# STREAMING

## 1. Read kafka stream

In [0]:
from pyspark.sql.functions import from_json, col
from pyspark.sql.types import (StructType, StructField, StringType, DoubleType,
                               IntegerType, BooleanType, TimestampType)

# Schema that mirrors the data being sent to kafka
from pyspark.sql.types import StructType, StructField, StringType

schema = StructType([
    StructField("transaction_id", StringType(), True),
    StructField("timestamp", StringType(), True),
    StructField("sender_account", StringType(), True),
    StructField("receiver_account", StringType(), True),
    StructField("amount", StringType(), True),
    StructField("transaction_type", StringType(), True),
    StructField("merchant_category", StringType(), True),
    StructField("location", StringType(), True),
    StructField("device_used", StringType(), True),
    StructField("is_fraud", StringType(), True),
    StructField("time_since_last_transaction", StringType(), True),
    StructField("spending_deviation_score", StringType(), True),
    StructField("velocity_score", StringType(), True),
    StructField("geo_anomaly_score", StringType(), True),
    StructField("payment_channel", StringType(), True),
    StructField("ip_address", StringType(), True),
    StructField("device_hash", StringType(), True),
    StructField("event_time", StringType(), True),
    StructField("time_since_last_tx_tmp", StringType(), True),
    StructField("time_since_last_transaction_imp", StringType(), True),
    StructField("hour_of_day", StringType(), True),
    StructField("day_of_week", StringType(), True),
    StructField("is_weekend", StringType(), False),
    StructField("month", StringType(), True),
    StructField("txns_1h", StringType(), False),
    StructField("amt_24h", StringType(), False),
    StructField("uniq_rcv_7d", StringType(), False),
    StructField("avg_gap_mins_10", StringType(), False),
])
dbutils.fs.rm("dbfs:/tmp/stream", recurse=True)
spark.conf.set("spark.sql.streaming.checkpointLocation", "/tmp/stream") #set scheck point




In [0]:
%python
# Read from Kafka
raw_df = (spark.readStream
    .format("kafka")
    .option("kafka.bootstrap.servers", "kafkainterface.ddns.net:9092")
    .option("subscribe", "streaming")
    .load())

In [0]:
%python
# Parse JSON → struct → columns
parsed_df = (raw_df
    .select(from_json(col("value").cast("string"), schema).alias("data"))
    .select("data.*"))          # format raw_df to fit the schema


In [0]:
%python
from pyspark.sql.functions import col, to_timestamp
# cast the correct datatypes
casted_df = (
    parsed_df
        # ────────── timestamps ──────────
        .withColumn("timestamp",   to_timestamp("timestamp"))
        .withColumn("event_time",  to_timestamp("event_time"))

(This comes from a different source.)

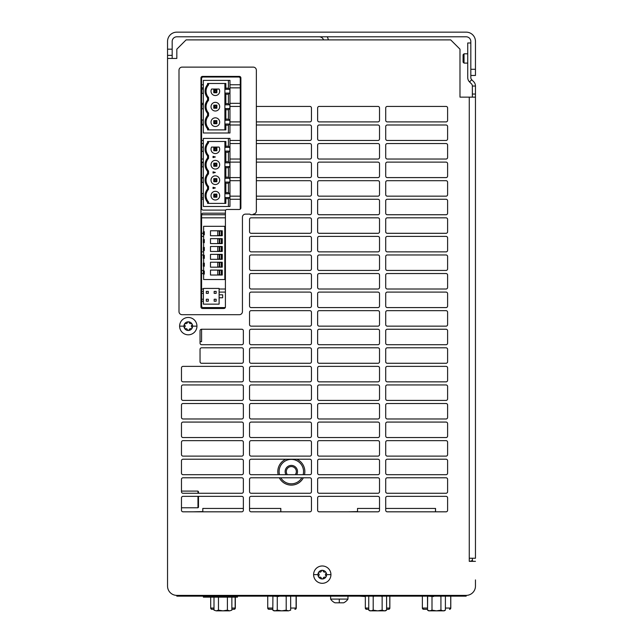 <?xml version="1.0" encoding="UTF-8"?>
<svg xmlns="http://www.w3.org/2000/svg" width="643" height="643" viewBox="0 0 643 643"><rect width="100%" height="100%" fill="white"/><g stroke="black" fill="none" stroke-linecap="round" stroke-linejoin="round"><path stroke-width="0.96" d="M219.11 304.155L219.11 288.434L203.381 288.434L203.381 304.155L219.11 304.155L219.102 288.434M208.3 291.375L208.3 293.353L208.3 291.375L206.299 291.375L206.299 293.353L208.284 293.353M208.3 299.236L208.3 301.213L208.3 299.236L206.299 299.236L206.299 301.213L208.284 301.213M216.161 291.375L216.144 293.353L216.161 291.375M216.161 299.236L216.144 301.213L216.161 299.236M216.144 293.353L214.159 293.353L214.159 291.375L216.144 291.375M216.144 301.213L214.159 301.213L214.159 299.236L216.144 299.236M219.11 294.824L222.663 294.824L222.663 297.765L219.11 297.765M222.663 297.765L222.663 294.824M201.581 291.375L203.381 291.375M203.381 293.353L201.581 293.353M201.581 299.236L203.381 299.236M203.381 301.213L201.581 301.213M221.313 246.655L221.787 246.655L221.787 251.3L217.768 251.3L217.768 246.655L219.295 246.655L219.295 251.3L219.295 246.655L221.313 246.655L221.313 251.3M210.494 246.502L222.245 246.502L210.486 246.502L210.486 251.453L210.494 246.502M222.245 251.453L210.494 251.453L222.245 251.453L222.245 246.502M204.297 271.008L204.297 274.103L203.365 274.103L203.365 271.008L204.297 271.008L204.297 274.103M203.614 266.242L203.614 271.008M204.297 263.148L204.297 266.242L203.365 266.242L203.365 263.148L204.297 263.148L204.297 266.242M203.614 258.382L203.614 263.148M204.297 255.287L204.297 258.382L203.365 258.382L203.365 255.287L204.297 255.287L204.297 258.382M203.614 250.521L203.614 255.287M204.297 247.426L204.297 250.521L203.365 250.521L203.365 247.426L204.297 247.426L204.297 250.521M203.614 242.66L203.614 247.426M204.297 239.566L204.297 242.66L203.365 242.66L203.365 239.566L204.297 239.566L204.297 242.66M203.614 234.799L203.614 239.566M204.297 231.705L204.297 234.799L203.365 234.799L203.365 231.705L204.297 231.705L204.297 234.799M224.785 226.296L224.817 279.52L224.785 226.296L203.614 226.296L203.614 231.705M224.785 279.52L203.614 279.52L203.614 274.103M222.245 230.781L210.486 230.781L210.486 235.732L222.245 235.732L222.245 230.781L210.494 230.781L210.494 235.732L222.245 235.732M222.245 238.641L210.486 238.641L210.486 243.593L222.245 243.593L222.245 238.641L210.494 238.641L210.494 243.593L222.245 243.593M222.245 254.363L210.486 254.363L210.486 259.314L222.245 259.314L222.245 254.363L210.494 254.363L210.494 259.314L222.245 259.314M222.245 262.223L210.486 262.223L210.486 267.175L222.245 267.175L222.245 262.223L210.494 262.223L210.494 267.175L222.245 267.175M222.245 270.084L210.486 270.084L210.486 275.035L222.245 275.035L222.245 270.084L210.494 270.084L210.494 275.035L222.245 275.035M221.313 230.933L221.787 230.933L221.787 235.579L217.768 235.579L217.768 230.933L219.295 230.933L219.295 235.579L219.295 230.933L221.313 230.933L221.313 235.579M221.313 238.794L221.787 238.794L221.787 243.44L217.768 243.44L217.768 238.794L219.295 238.794L219.295 243.44L219.295 238.794L221.313 238.794L221.313 243.44M221.313 254.515L221.787 254.515L221.787 259.161L217.768 259.161L217.768 254.515L219.295 254.515L219.295 259.161L219.295 254.515L221.313 254.515L221.313 259.161M221.313 262.376L221.787 262.376L221.787 267.022L217.768 267.022L217.768 262.376L219.295 262.376L219.295 267.022L219.295 262.376L221.313 262.376L221.313 267.022M221.313 270.237L221.787 270.237L221.787 274.882L217.768 274.882L217.768 270.237L219.295 270.237L219.295 274.882L219.295 270.237L221.313 270.237L221.313 274.882M467.726 63.094L464.029 63.094L464.029 53.811L467.726 53.811M464.029 53.811L463.081 54.759L463.081 62.146L464.029 63.094M470.821 42.985L467.726 42.985L467.726 77.554A6.189 6.189 0 0 0 469.535 81.926L471.456 83.855A3.094 3.094 0 0 1 472.364 86.041L475.458 86.041L475.458 558.245L475.458 97.141L459.986 97.141L459.986 49.173L450.703 39.89L186.108 39.89L176.825 49.173L176.825 58.457L167.542 58.457L167.542 41.433A9.283 9.283 0 0 1 176.825 32.15L466.175 32.15L176.825 32.15M475.458 86.041A6.189 6.189 0 0 0 473.65 81.661L471.721 79.74A3.094 3.094 0 0 1 470.821 77.554L470.821 41.433A4.646 4.646 0 0 0 466.175 36.796L176.825 36.796A4.646 4.646 0 0 0 172.179 41.433L172.179 55.362L167.542 55.362M470.821 69.283L475.458 69.283L475.458 41.433L475.458 75.472L470.821 75.472M466.175 32.15A9.283 9.283 0 0 1 475.458 41.433M172.179 58.457L172.179 55.362M240.265 103.33L229.969 103.33M203.341 103.33L201.581 103.33M229.969 106.425L240.265 106.425M240.265 121.897L229.969 121.897M201.581 124.991L203.341 124.991M229.969 124.991L240.265 124.991M240.265 140.463L229.969 140.463M203.341 140.463L201.581 140.463M201.581 143.558L203.341 143.558M229.969 143.558L240.265 143.558M240.265 159.03L229.969 159.03M203.349 159.03L201.581 159.03M201.581 162.124L203.349 162.124M229.969 162.124L240.265 162.124M240.265 177.597L229.969 177.597M203.349 177.597L201.581 177.597M229.969 180.691L240.265 180.691M240.265 196.163L229.969 196.163M201.581 199.258L203.349 199.258M229.969 199.258L240.265 199.258M225.412 214.738L201.581 214.738L201.581 306.028A1.551 1.551 0 0 0 203.132 307.571L224.479 307.571A1.551 1.551 0 0 0 225.371 307.29M201.581 217.832L225.412 217.832M225.412 233.305L224.817 233.305M203.365 233.305L201.581 233.305M201.581 236.399L203.614 236.399M224.817 236.399L225.412 236.399M225.412 251.871L224.817 251.871M203.614 251.871L201.581 251.871M201.581 254.966L203.614 254.966M224.817 254.966L225.412 254.966M225.412 270.438L224.817 270.438M203.614 270.438L201.581 270.438M201.581 273.532L203.365 273.532M224.817 273.532L225.412 273.532M225.412 289.004L219.11 289.004M203.381 289.004L201.581 289.004M219.11 292.099L225.412 292.099M296.777 459.215A13.527 13.527 0 0 1 304.493 474.687A13.527 13.527 0 0 0 296.777 459.215M303.351 477.781A13.527 13.527 0 0 1 279.303 477.781A13.527 13.527 0 0 0 303.351 477.781M278.162 474.687A13.527 13.527 0 0 1 285.878 459.215A13.527 13.527 0 0 0 278.162 474.687M167.542 41.433L167.542 49.173L172.179 49.173M475.458 579.906L475.458 586.095A9.283 9.283 0 0 1 466.175 595.378L176.825 595.378L176.825 596.149L176.825 595.378A9.283 9.283 0 0 1 167.542 586.095L167.542 58.457M240.265 87.85L229.969 87.85M203.341 87.85L201.581 87.85M201.581 84.755L203.341 84.755M229.969 84.755L240.265 84.755M472.364 97.141L472.364 86.041M472.774 561.339L472.46 560.463A1.551 1.551 0 0 1 472.364 559.932L472.364 558.245M466.175 595.378L466.175 596.149L466.175 595.378L181.471 595.378L181.471 596.149L466.175 596.149M469.269 561.339L469.269 558.245L469.269 561.339L475.458 561.339M313.607 574.641A8.664 8.664 0 0 0 322.272 583.305A8.664 8.664 0 0 0 330.936 574.641A8.664 8.664 0 0 0 322.272 565.977A8.664 8.664 0 0 0 313.607 574.641A8.664 8.664 0 0 1 322.272 565.977A8.664 8.664 0 0 1 330.936 574.641A8.664 8.664 0 0 1 322.272 583.305A8.664 8.664 0 0 1 313.607 574.641L317.939 574.641A4.332 4.332 0 0 0 318.518 576.811A0.868 0.868 0 0 1 318.679 575.75A1.519 1.519 0 0 0 318.679 573.54A0.868 0.868 0 0 1 318.518 572.479A4.332 4.332 0 0 0 317.939 574.641M176.825 595.378L181.471 595.378M176.825 596.149L181.471 596.149M280.814 511.82L280.814 508.428L249.548 508.436M202.802 511.82L202.802 508.436L243.359 508.436M280.75 511.82L280.75 508.428M237.452 596.149L237.452 597.154L203.373 597.154L203.373 596.149M237.412 596.149L237.412 597.154M272.913 596.149L278.797 596.479M192.828 511.82L202.802 511.587M269.104 609.299L270.156 609.299L269.104 609.299A1.238 1.238 90 0 1 269.071 609.299L269.104 609.299A1.238 1.238 90 0 1 269.071 609.299M294.976 609.299L294.848 609.299A1.238 1.238 -90 0 0 296.085 608.061L296.262 596.149L296.262 608.061L294.976 609.299A1.238 1.238 -90 0 0 296.214 608.061A1.238 1.238 -90 0 1 294.976 609.299M295.024 609.299L295.024 609.299A1.238 1.238 -90 0 0 296.262 608.061A1.238 1.238 -90 0 1 295.024 609.299L295.024 609.299M234.092 609.299A1.238 1.238 -90 0 0 235.33 608.061A1.238 1.238 -90 0 1 234.092 609.299L234.044 609.299A1.238 1.238 -90 0 0 235.282 608.061L235.33 597.154L235.33 608.061L234.092 609.299L231.866 609.299L233.915 609.299A1.238 1.238 -90 0 0 235.153 608.061L235.282 597.154M213.998 610.159L216.233 610.85L213.998 610.159L213.998 597.154M227.405 597.154L227.405 610.159L222.936 610.85L216.233 610.85L218.467 610.159L222.936 610.85L216.209 610.85M218.467 610.159L218.467 597.154M227.405 610.159L229.639 610.85L231.866 610.159L231.866 597.154M222.936 610.85L229.607 610.85M229.639 610.85L231.866 610.159M213.998 609.299L211.941 609.299A1.238 1.238 90 0 1 210.703 608.061L211.981 609.299M233.915 609.299L233.956 609.299A1.238 1.238 -90 0 0 235.193 608.061L235.193 597.154L235.193 608.061L233.956 609.299A1.238 1.238 -90 0 0 235.193 608.061M277.27 596.575L277.27 610.159L281.73 610.85L286.199 610.159L286.199 596.575L285.275 596.149M272.913 596.455L272.801 610.159L275.003 610.85M281.738 610.85L275.035 610.85L277.27 610.159M286.657 596.149L286.199 596.575L286.657 596.149M286.175 610.167L288.434 610.85L290.668 610.159L290.668 596.575L290.21 596.149M272.801 610.159L273.998 610.85L288.402 610.85M288.434 610.85L290.668 610.159M272.833 609.299L270.092 609.299M268.975 609.299A1.238 1.238 90 0 1 267.737 608.061L268.975 609.299A1.238 1.238 90 0 1 267.737 608.061L267.737 596.149L267.737 608.061L272.801 608.061M294.896 609.299L294.896 609.299A1.238 1.238 -90 0 0 296.134 608.061L296.134 596.149L296.134 608.061L294.896 609.299A1.238 1.238 -90 0 0 296.134 608.061M449.529 609.299L449.497 609.299A1.238 1.238 -90 0 0 450.735 608.061L450.783 596.149L450.767 608.061L449.545 609.299A1.238 1.238 -90 0 0 450.783 608.061A1.238 1.238 -90 0 1 449.529 609.299L449.545 609.299A1.238 1.238 -90 0 0 450.783 608.061A1.238 1.238 -90 0 1 449.529 609.299L449.545 609.299M388.613 609.299L388.597 609.299A1.238 1.238 -90 0 0 389.835 608.061L389.851 596.149L389.851 608.061L388.613 609.299A1.238 1.238 -90 0 0 389.851 608.061A1.238 1.238 -90 0 1 388.613 609.299L388.549 609.299A1.238 1.238 -90 0 0 389.787 608.061L389.803 596.149L389.835 608.061L388.565 609.299A1.238 1.238 -90 0 0 389.803 608.061A1.238 1.238 -90 0 1 388.565 609.299L388.565 609.299M372.811 596.214L373.945 596.23M369.154 596.149L368.736 596.575L369.195 596.149L368.736 596.575L368.736 610.159L370.939 610.85M373.197 610.159L377.666 610.85L370.971 610.85L373.197 610.159L373.197 596.575L372.739 596.149M374.122 596.149L373.197 596.575M368.736 610.159L369.934 610.85L377.666 610.85L382.135 610.159L382.135 596.575L381.211 596.149M382.593 596.149L382.135 596.575L382.593 596.149M382.135 610.159L384.369 610.85L386.604 610.159L386.604 596.575L386.138 596.149M377.658 610.85L385.406 610.85L386.604 610.159M381.645 596.342L382.135 596.575M366.574 609.299A1.238 1.238 90 0 1 365.337 608.061L365.337 596.535L365.337 608.061L366.574 609.299L368.736 609.299L366.59 609.299A1.238 1.238 90 0 1 365.337 608.061L368.736 608.061M386.604 609.299L388.549 609.299L386.604 609.299M432 596.575L432 610.159L436.468 610.85L440.929 610.159L440.929 596.575L440.013 596.149M427.651 596.455L427.531 610.159L429.741 610.85M427.531 610.159L428.728 610.85L436.468 610.85L429.765 610.85L432 610.159M441.395 596.149L440.929 596.575L441.395 596.149M440.929 610.159L443.164 610.85L445.398 610.159L445.398 596.575L444.94 596.149M436.452 610.85L444.2 610.85L445.398 610.159M440.447 596.342L440.929 596.575M427.491 609.299L423.624 609.299A1.238 1.238 90 0 1 422.371 608.061L423.608 609.299L424.71 609.299M450.719 596.149L450.719 608.061A1.238 1.238 -90 0 1 449.481 609.299A1.238 1.238 -90 0 0 450.719 608.061L450.735 596.149L450.735 608.061L449.497 609.299A1.238 1.238 -90 0 0 450.735 608.061M365.433 596.535L359.509 596.149M427.651 596.149L433.567 596.535M330.631 596.149L330.631 599.091L347.959 599.091L347.959 596.149M347.959 599.091A10.384 10.384 0 0 1 343.627 602.804L334.963 602.804A10.384 10.384 0 0 1 330.631 599.091M256.356 121.897L309.894 121.897A1.551 1.551 0 0 0 311.445 120.345L311.445 107.968A1.551 1.551 0 0 0 309.894 106.425L256.356 106.425M256.356 140.463L309.894 140.463A1.551 1.551 0 0 0 311.445 138.912L311.445 126.534A1.551 1.551 0 0 0 309.894 124.991L256.356 124.991M256.356 159.03L309.894 159.03A1.551 1.551 0 0 0 311.445 157.487L311.445 145.101A1.551 1.551 0 0 0 309.894 143.558L256.356 143.558M256.356 177.597L309.894 177.597A1.551 1.551 0 0 0 311.445 176.053L311.445 163.676A1.551 1.551 0 0 0 309.894 162.124L256.356 162.124M256.356 196.163L309.894 196.163A1.551 1.551 0 0 0 311.445 194.62L311.445 182.242A1.551 1.551 0 0 0 309.894 180.691L256.356 180.691M249.862 214.119L245.53 214.119L249.862 214.119A1.551 1.551 0 0 0 251.1 214.738L309.894 214.738A1.551 1.551 0 0 0 311.445 213.187L311.445 200.809A1.551 1.551 0 0 0 309.894 199.258L256.356 199.258M311.445 231.753L311.445 219.376A1.551 1.551 0 0 0 309.894 217.832L251.1 217.832A1.551 1.551 0 0 0 249.548 219.376L249.548 231.753A1.551 1.551 0 0 0 251.1 233.305L309.894 233.305A1.551 1.551 0 0 0 311.445 231.753M311.445 250.32L311.445 237.942A1.551 1.551 0 0 0 309.894 236.399L251.1 236.399A1.551 1.551 0 0 0 249.548 237.942L249.548 250.32A1.551 1.551 0 0 0 251.1 251.871L309.894 251.871A1.551 1.551 0 0 0 311.445 250.32M311.445 268.895L311.445 256.509A1.551 1.551 0 0 0 309.894 254.966L251.1 254.966A1.551 1.551 0 0 0 249.548 256.509L249.548 268.895A1.551 1.551 0 0 0 251.1 270.438L309.894 270.438A1.551 1.551 0 0 0 311.445 268.895M311.445 287.461L311.445 275.083A1.551 1.551 0 0 0 309.894 273.532L251.1 273.532A1.551 1.551 0 0 0 249.548 275.083L249.548 287.461A1.551 1.551 0 0 0 251.1 289.004L309.894 289.004A1.551 1.551 0 0 0 311.445 287.461M311.445 306.028L311.445 293.65A1.551 1.551 0 0 0 309.894 292.099L251.1 292.099A1.551 1.551 0 0 0 249.548 293.65L249.548 306.028A1.551 1.551 0 0 0 251.1 307.571L309.894 307.571A1.551 1.551 0 0 0 311.445 306.028M311.445 324.594L311.445 312.217A1.551 1.551 0 0 0 309.894 310.665L251.1 310.665A1.551 1.551 0 0 0 249.548 312.217L249.548 324.594A1.551 1.551 0 0 0 251.1 326.146L309.894 326.146A1.551 1.551 0 0 0 311.445 324.594M311.445 343.161L311.445 330.783A1.551 1.551 0 0 0 309.894 329.24L251.1 329.24A1.551 1.551 0 0 0 249.548 330.783L249.548 343.161A1.551 1.551 0 0 0 251.1 344.712L309.894 344.712A1.551 1.551 0 0 0 311.445 343.161M311.445 361.728L311.445 349.35A1.551 1.551 0 0 0 309.894 347.807L251.1 347.807A1.551 1.551 0 0 0 249.548 349.35L249.548 361.728A1.551 1.551 0 0 0 251.1 363.279L309.894 363.279A1.551 1.551 0 0 0 311.445 361.728M311.445 380.302L311.445 367.917A1.551 1.551 0 0 0 309.894 366.373L251.1 366.373A1.551 1.551 0 0 0 249.548 367.917L249.548 380.302A1.551 1.551 0 0 0 251.1 381.846L309.894 381.846A1.551 1.551 0 0 0 311.445 380.302M311.445 398.869L311.445 386.491A1.551 1.551 0 0 0 309.894 384.94L251.1 384.94A1.551 1.551 0 0 0 249.548 386.491L249.548 398.869A1.551 1.551 0 0 0 251.1 400.412L309.894 400.412A1.551 1.551 0 0 0 311.445 398.869M311.445 417.436L311.445 405.058A1.551 1.551 0 0 0 309.894 403.507L251.1 403.507A1.551 1.551 0 0 0 249.548 405.058L249.548 417.436A1.551 1.551 0 0 0 251.1 418.979L309.894 418.979A1.551 1.551 0 0 0 311.445 417.436M311.445 436.002L311.445 423.624A1.551 1.551 0 0 0 309.894 422.073L251.1 422.073A1.551 1.551 0 0 0 249.548 423.624L249.548 436.002A1.551 1.551 0 0 0 251.1 437.553L309.894 437.553A1.551 1.551 0 0 0 311.445 436.002M311.445 454.569L311.445 442.191A1.551 1.551 0 0 0 309.894 440.648L251.1 440.648A1.551 1.551 0 0 0 249.548 442.191L249.548 454.569A1.551 1.551 0 0 0 251.1 456.12L309.894 456.12A1.551 1.551 0 0 0 311.445 454.569M311.445 473.135L311.445 460.758A1.551 1.551 0 0 0 309.894 459.215L251.1 459.215A1.551 1.551 0 0 0 249.548 460.758L249.548 473.135A1.551 1.551 0 0 0 251.1 474.687L309.894 474.687A1.551 1.551 0 0 0 311.445 473.135M311.445 491.702L311.445 479.324A1.551 1.551 0 0 0 309.894 477.781L251.1 477.781A1.551 1.551 0 0 0 249.548 479.324L249.548 491.702A1.551 1.551 0 0 0 251.1 493.253L309.894 493.253A1.551 1.551 0 0 0 311.445 491.702M311.445 510.277L311.445 497.899A1.551 1.551 0 0 0 309.894 496.348L251.1 496.348A1.551 1.551 0 0 0 249.548 497.899L249.548 510.277A1.551 1.551 0 0 0 251.1 511.82L309.894 511.82A1.551 1.551 0 0 0 311.445 510.277M379.523 120.345L379.523 107.968A1.551 1.551 0 0 0 377.98 106.425L319.177 106.425A1.551 1.551 0 0 0 317.634 107.968L317.634 120.345A1.551 1.551 0 0 0 319.177 121.897L377.98 121.897A1.551 1.551 0 0 0 379.523 120.345M379.523 138.912L379.523 126.534A1.551 1.551 0 0 0 377.98 124.991L319.177 124.991A1.551 1.551 0 0 0 317.634 126.534L317.634 138.912A1.551 1.551 0 0 0 319.177 140.463L377.98 140.463A1.551 1.551 0 0 0 379.523 138.912M379.523 157.487L379.523 145.101A1.551 1.551 0 0 0 377.98 143.558L319.177 143.558A1.551 1.551 0 0 0 317.634 145.101L317.634 157.487A1.551 1.551 0 0 0 319.177 159.03L377.98 159.03A1.551 1.551 0 0 0 379.523 157.487M379.523 176.053L379.523 163.676A1.551 1.551 0 0 0 377.98 162.124L319.177 162.124A1.551 1.551 0 0 0 317.634 163.676L317.634 176.053A1.551 1.551 0 0 0 319.177 177.597L377.98 177.597A1.551 1.551 0 0 0 379.523 176.053M379.523 194.62L379.523 182.242A1.551 1.551 0 0 0 377.98 180.691L319.177 180.691A1.551 1.551 0 0 0 317.634 182.242L317.634 194.62A1.551 1.551 0 0 0 319.177 196.163L377.98 196.163A1.551 1.551 0 0 0 379.523 194.62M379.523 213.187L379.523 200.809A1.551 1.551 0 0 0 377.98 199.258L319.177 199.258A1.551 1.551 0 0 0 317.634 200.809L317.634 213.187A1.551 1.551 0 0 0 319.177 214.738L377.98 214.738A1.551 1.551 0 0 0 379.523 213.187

        # ────────── doubles ──────────
        .withColumn("amount",                      col("amount").cast("double"))
        .withColumn("time_since_last_transaction", col("time_since_last_transaction").cast("double"))
        .withColumn("spending_deviation_score",    col("spending_deviation_score").cast("double"))
        .withColumn("velocity_score",              col("velocity_score").cast("double"))
        .withColumn("geo_anomaly_score",           col("geo_anomaly_score").cast("double"))
        .withColumn("time_since_last_tx_tmp",      col("time_since_last_tx_tmp").cast("double"))
        .withColumn("time_since_last_transaction_imp", col("time_since_last_transaction_imp").cast("double"))
        .withColumn("amt_24h",                     col("amt_24h").cast("double"))
        .withColumn("avg_gap_mins_10",             col("avg_gap_mins_10").cast("double"))
        # ────────── integers ──────────
        .withColumn("hour_of_day", col("hour_of_day").cast("int"))
        .withColumn("day_of_week", col("day_of_week").cast("int"))
        .withColumn("is_weekend",  col("is_weekend").cast("int"))
        .withColumn("month",       col("month").cast("int"))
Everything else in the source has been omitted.